National League West

1. San Francisco

2. Arizona

3. Los Angeles (Dodgers)

4. Colorado

5. San Diego

The Giants, 2010 World Series champs, had a rough 2011 in terms of injuries. The return of offensive cornerstones Freddy Sanchez and Buster Posey should be enough to push the Giants back on top. If not, maybe Melky Cabrera can. With Tim Lincecum and Matt Cain, they should still be a threat to anyone they face. The Diamondbacks finished 2011 on a high note compared to where they started and I think they'll be able to put up another good showing. I just don't expect them to get past the Giants. While the Dodgers have been struggling for a couple of seasons, they locked up Kemp and will continue to be an impressive team. They stayed above .500 last year with utter chaos surrounding them and, with their world at least improving through the bidding war, I fully expect a better showing from them.

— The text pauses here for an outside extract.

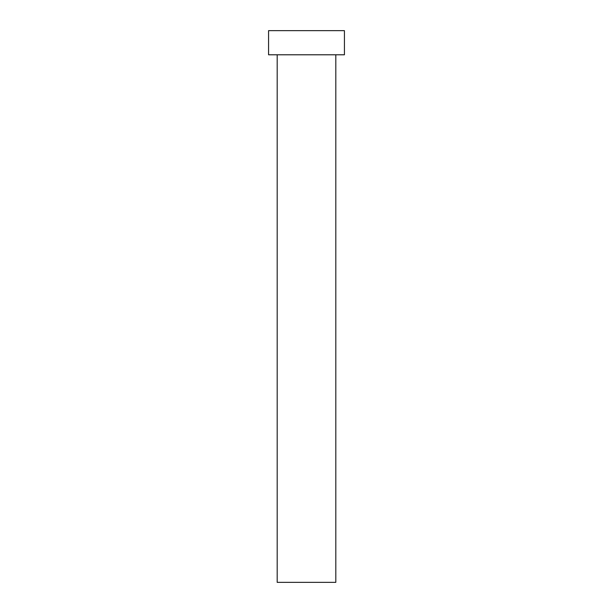 <?xml version="1.0" encoding="UTF-8"?>
<svg xmlns="http://www.w3.org/2000/svg" width="613" height="613" viewBox="0 0 613 613"><rect width="100%" height="100%" fill="white"/><g stroke="black" fill="none" stroke-linecap="round" stroke-linejoin="round"><path stroke-width="0.92" d="M335.809 54.787L335.809 582.35L277.191 582.35L277.191 54.787M344.429 54.787L268.571 54.787L268.571 30.65L344.429 30.65L344.429 54.787"/></g></svg>
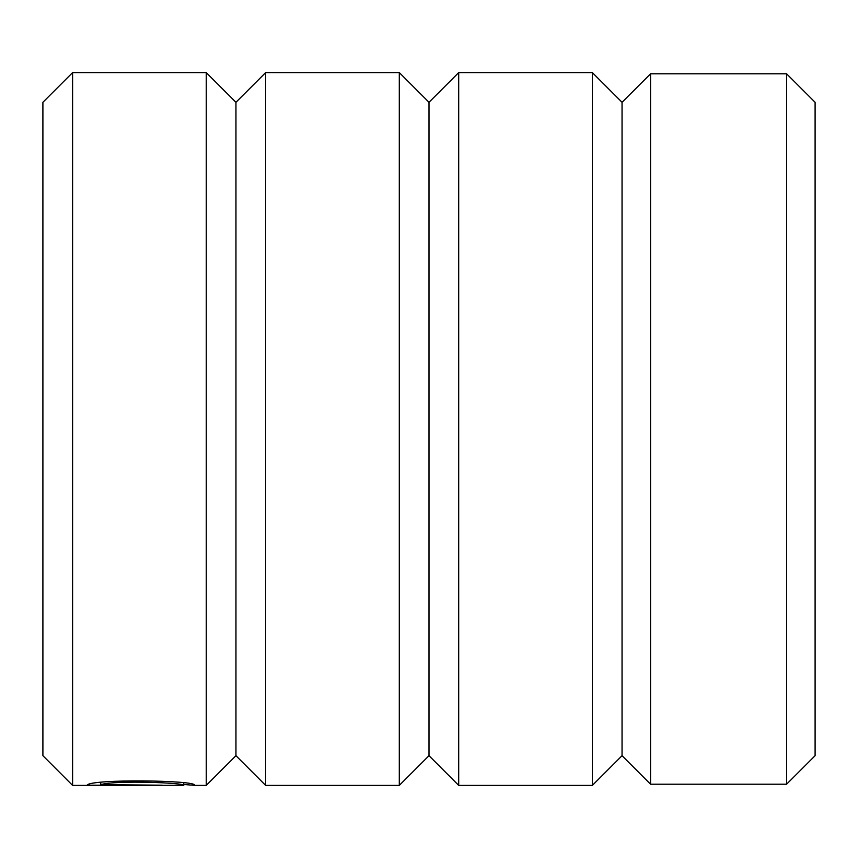 <?xml version="1.0" encoding="UTF-8"?>
<svg xmlns="http://www.w3.org/2000/svg" width="858" height="858" viewBox="0 0 858 858"><rect width="100%" height="100%" fill="white"/><g stroke="black" fill="none" stroke-linecap="round" stroke-linejoin="round"><path stroke-width="1.29" d="M650.557 784.212L650.557 73.788L786.593 73.788L786.593 784.212L650.557 784.212L622.05 755.694L622.05 102.295L650.557 73.788M183.773 783.247L183.773 785.338C186.368 782.957 115.53 779.901 100.761 784.662L162.226 785.188L87.119 785.188C90.326 778.774 197.919 780.19 194.541 785.338L183.773 784.491M206.252 72.598L235.95 102.295L235.95 755.694L206.252 785.402L206.252 72.598L72.598 72.598L72.598 785.402L183.773 785.338M622.05 755.694L592.352 785.402L592.352 72.598L458.698 72.598L458.698 785.402L429 755.694L429 102.295L399.302 72.598L265.648 72.598L265.648 785.402L235.95 755.694M429 755.694L399.302 785.402L399.302 72.598M72.598 785.402L42.9 755.694L42.9 102.295L72.598 72.598M786.593 73.788L815.1 102.295L815.1 755.694L786.593 784.212M100.761 782.807L100.761 784.662M206.252 785.402L194.101 785.402M399.302 785.402L265.648 785.402M592.352 785.402L458.698 785.402M235.95 102.295L265.648 72.598M429 102.295L458.698 72.598M622.05 102.295L592.352 72.598"/></g></svg>

Next year they may be a team to watch as whoever their new owner is begins looking for ways to win. The Rockies are a team that need everything to fall perfectly in place to make any kind of a push this year, especially in this division. The Padres, after trading away one of their best starters, will really need to score some runs this year if they don't want to be sitting at the bottom of their division.

I should remind everyone that my track record with predictions this season isn't too good, but after a ton of research, I feel pretty good about most of these. With that being said, baseball is a very dynamic sport that requires a level of marathon endurance and in a long marathon anything can happen. Baseball is certainly no exception and that's one of the many things I love about it.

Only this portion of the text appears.